President Bush has given the American people an account of his surprise trip to Baghdad. Just hours after his middle-of-the-night return to Washington, the president held a news conference at the White House.
President Bush says he was inspired to visit the capital of a free and democratic Iraq, and impressed with what he saw.
He told reporters he had some doubts as to whether Iraq's new leaders had the will to succeed. He said the only way to ease those doubts was to go to Baghdad and meet them face-to-face.
"Sitting here in America, wondering whether or not, these people have got what it takes creates some uncertainty," said Mr. Bush. "I have eliminated that uncertainty."
Speaking to reporters in the White House Rose Garden, the president repeated the promise he made to Iraqi Prime Minister Nouri al-Maliki and members of his cabinet. Mr. Bush said he assured them the United States stands with them.
"I was impressed with the prime minister and I am impressed by his team," he added. "I told him that America is a nation that meets its commitments and keeps its word. And that is what we are going to do in Iraq."
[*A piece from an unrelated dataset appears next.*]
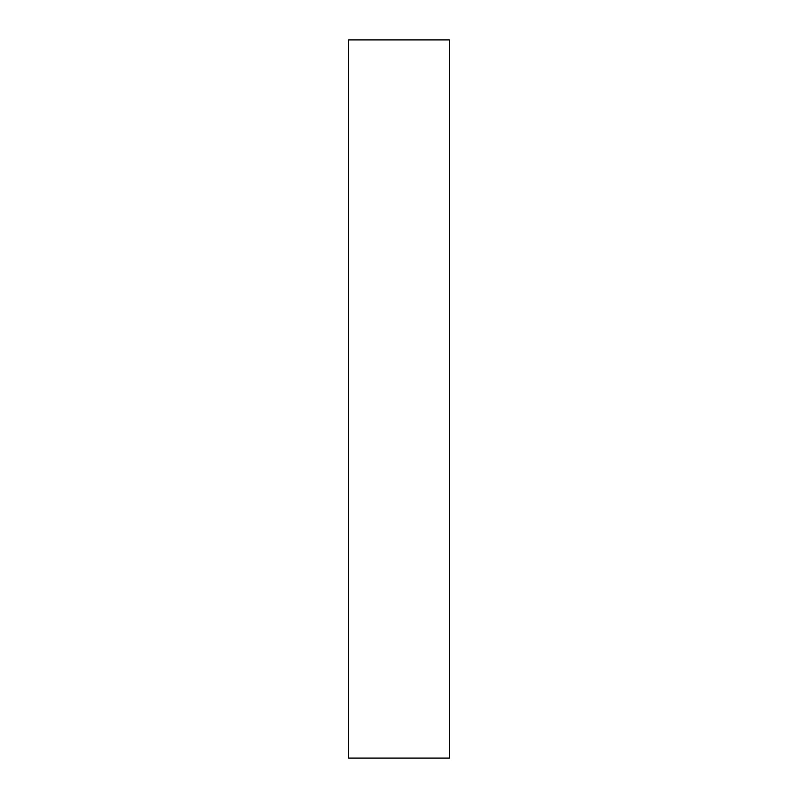 <?xml version="1.0" encoding="UTF-8"?>
<svg xmlns="http://www.w3.org/2000/svg" width="798" height="798" viewBox="0 0 798 798"><rect width="100%" height="100%" fill="white"/><g stroke="black" fill="none" stroke-linecap="round" stroke-linejoin="round"><path stroke-width="1.2" d="M348.566 758.1L449.434 758.1L449.434 39.9L348.566 39.9L348.566 758.1"/></g></svg>
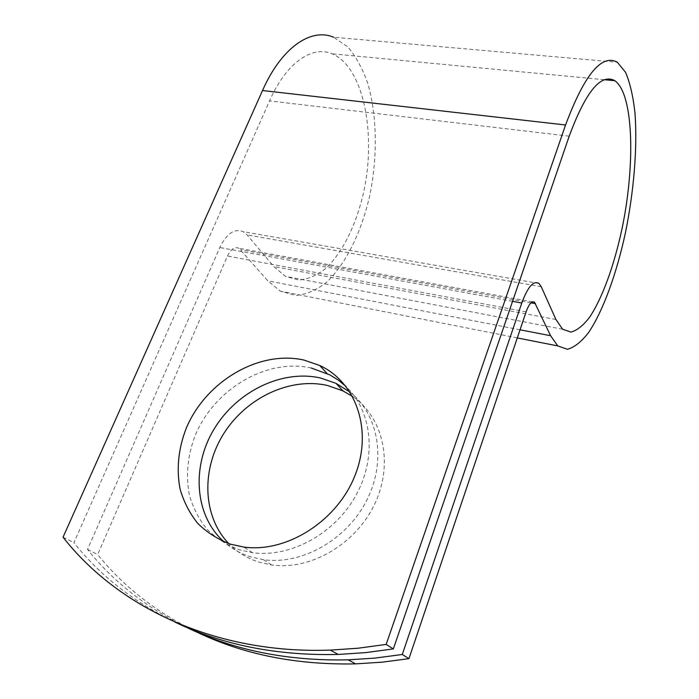 <?xml version="1.0" encoding="UTF-8"?>
<svg xmlns="http://www.w3.org/2000/svg" width="699" height="699" viewBox="0 0 699 699"><rect width="100%" height="100%" fill="white"/><g stroke="black" fill="none" stroke-linecap="round" stroke-linejoin="round"><path stroke-width="0.52" stroke-dasharray="3.5 2.62" d="M311.3 368.032C267.21 357.967 214.838 388.495 195.414 434.892C187.594 455.136 185.585 475.241 189.412 495.198C193.099 507.85 198.97 519.2 207.018 529.23C216.201 538.247 226.992 545.106 239.39 549.798L252.505 552.682C290.74 557.985 335.319 533.389 356.175 494.962C377.198 456.569 371.877 411.056 346.154 386.634M352.602 396.473C382.886 416.945 393.86 462.546 375.18 502.983C356.752 543.472 311.099 570.629 271.701 564.958L258.927 562.11C247.184 558.335 237.144 552.175 228.809 543.63M349.998 392.087C378.36 414.367 386.844 460.012 367.106 499.575C347.586 539.191 302.379 565.211 263.488 559.698L250.565 556.841C240.465 553.625 231.587 548.61 223.925 541.804M174.907 622.093C133.474 601.83 99.817 575.347 73.911 542.651L269.543 100.901C286.223 62.727 312.243 45.077 332.2 53.806C363.594 67.104 376.315 133.422 363.864 191.22C356.595 224.003 342.763 252.505 325.62 268.556C316.822 275.458 307.848 279.268 298.683 280.011L285.428 276.341L273.816 266.572L247.079 234.908L243.165 231.666C234.549 228.154 226.764 233.44 219.809 247.525L87.506 549.449C112.958 581.35 145.838 607.265 186.144 627.186M197.013 632.176C156.436 612.394 123.33 586.522 97.694 554.552L227.463 256.026C230.845 249.106 234.663 246.52 238.909 248.259L267.839 280.823L280.22 291.107L295.502 295.441C306.048 294.628 316.359 290.268 326.433 282.361C346.057 263.96 361.785 231.465 370.059 194.165C377.547 156.497 377.093 116.314 368.067 84.299C362.842 69.131 356.071 56.645 347.752 46.868L333.589 37.222L617.4 62.281M63.041 537.208L73.911 542.651M87.506 549.449L97.694 554.552M569.204 136.174L269.543 100.901M512.559 301.321L219.809 247.525M526.111 311.824L227.463 256.026M555.923 319.504L273.816 266.572M541.253 286.747L247.079 234.908M530.952 302.85L240.692 249.709M520.039 329.797L267.839 280.823M604.268 79.703L332.2 53.806M562.625 329.238L285.428 276.341M538.964 283.471L243.165 231.666M532.472 301.854L238.909 248.259M517.295 337.923L280.22 291.107M263.488 559.698L271.701 564.958M252.505 552.682L243.706 547.055"/><path stroke-width="1.05" d="M303.847 360.046C259.259 349.981 206.196 380.972 186.371 427.937C178.367 448.426 176.27 468.776 180.054 488.959C183.741 501.768 189.63 513.241 197.738 523.385C207 532.498 217.905 539.418 230.434 544.154L243.706 547.055C286.913 553.154 337.46 520.764 355.083 475.276C373.091 429.876 355.913 382.056 319.696 365.455L303.847 360.046M228.809 543.63C202.081 516.002 201.268 468.426 224.222 432.882C247.053 397.224 290.574 376.953 327.586 385.516L342.877 390.855L352.602 396.473M223.925 541.804C194.261 515.277 191.412 466.006 214.357 428.618C237.136 391.091 282.309 369.247 320.605 378.028L336.062 383.384L349.998 392.087M346.154 386.634L338.456 380.204L329.954 374.926L311.3 368.032M186.144 627.186C233.553 650.245 287.569 661.132 348.189 659.847L375.075 658.091L402.283 654.491L521.786 303.017C527.824 286.765 533.547 280.247 538.964 283.471L541.253 286.747L555.923 319.504L562.625 329.238L570.961 332.095C577.016 330.478 583.237 325.533 589.606 317.241C602.267 298.263 613.914 266.153 621.769 229.919C635.356 166.135 633.862 94.173 614.867 80.717C601.009 73.037 585.788 91.517 569.204 136.174L393.345 648.908L365.629 652.621L338.246 654.447C277.11 655.845 222.666 645.063 174.907 622.093M402.283 654.491L408.941 658.65L382.126 662.171L355.608 663.875C296.472 665.081 243.602 654.509 197.013 632.176M408.941 658.65L526.111 311.824C529.047 303.855 531.843 300.657 534.517 302.23L550.602 335.73L557.776 345.918L567.387 349.29C574.36 347.429 581.498 341.75 588.803 332.226C603.281 310.452 616.518 273.877 625.448 232.688C633.906 191.142 637.575 147.34 634.954 112.661C633.111 96.235 629.991 82.805 625.596 72.364L617.4 62.281C601.76 53.587 584.486 74.487 565.561 124.981L386.171 644.417L358.037 648.226L330.26 650.114C214.698 654.229 117.598 606.898 63.041 537.208L262.518 90.538C281.592 47.287 311.064 27.576 333.589 37.222M386.171 644.417L393.345 648.908M521.786 303.017L512.559 301.321M565.561 124.981L262.518 90.538M535.565 303.698L530.952 302.85M550.602 335.73L520.039 329.797M614.867 80.717L604.268 79.703M534.517 302.23L532.472 301.854M557.776 345.918L517.295 337.923M336.062 383.384L342.877 390.855M326.966 373.423L319.696 365.455M348.189 659.847L355.608 663.875M330.26 650.114L338.246 654.447"/></g></svg>

The president said the Iraqi government is determined to succeed, and added that after visiting Baghdad, he is convinced it will meet its goals. But he admitted the challenges are huge. Mr. Bush said once again that violence in Iraq will never be completely eliminated. However, he quickly added it can and must be significantly reduced.
"….and the reason why it is important for the violence to be reduced is, obviously, one, to save lives, but also to give confidence to the Iraqi people that their government will be able to sustain itself and govern itself and meet the needs of the people," he noted.
The president was asked if a reduction in violence could lead to a drawdown in U.S. forces. He refused to make any commitments, saying any reduction in troops would be determined by the U.S. commander in Iraq, General George Casey, in conjunction with Iraqi defense officials.
He noted that during his visit General Casey provided an update on military matters in Iraq, including the stepped-up security operation just launched in Baghdad and the aftermath of the air raid that killed terrorist leader Abu Musab al-Zarqawi last week.
"He told me that Iraqi and coalition forces are still on the offense, that they launched a series of raids on terrorist targets across Iraq," Mr. Bush said. "We have got new intelligence from those raids that will enable us to keep the pressure on the foreigners and local Iraqis that are killing innocent lives."
Throughout the roughly hour-long question and answer session, the president appeared upbeat and showed little signs of fatigue, saying it was an exciting trip and that he appreciated the fact he was able to go to Baghdad.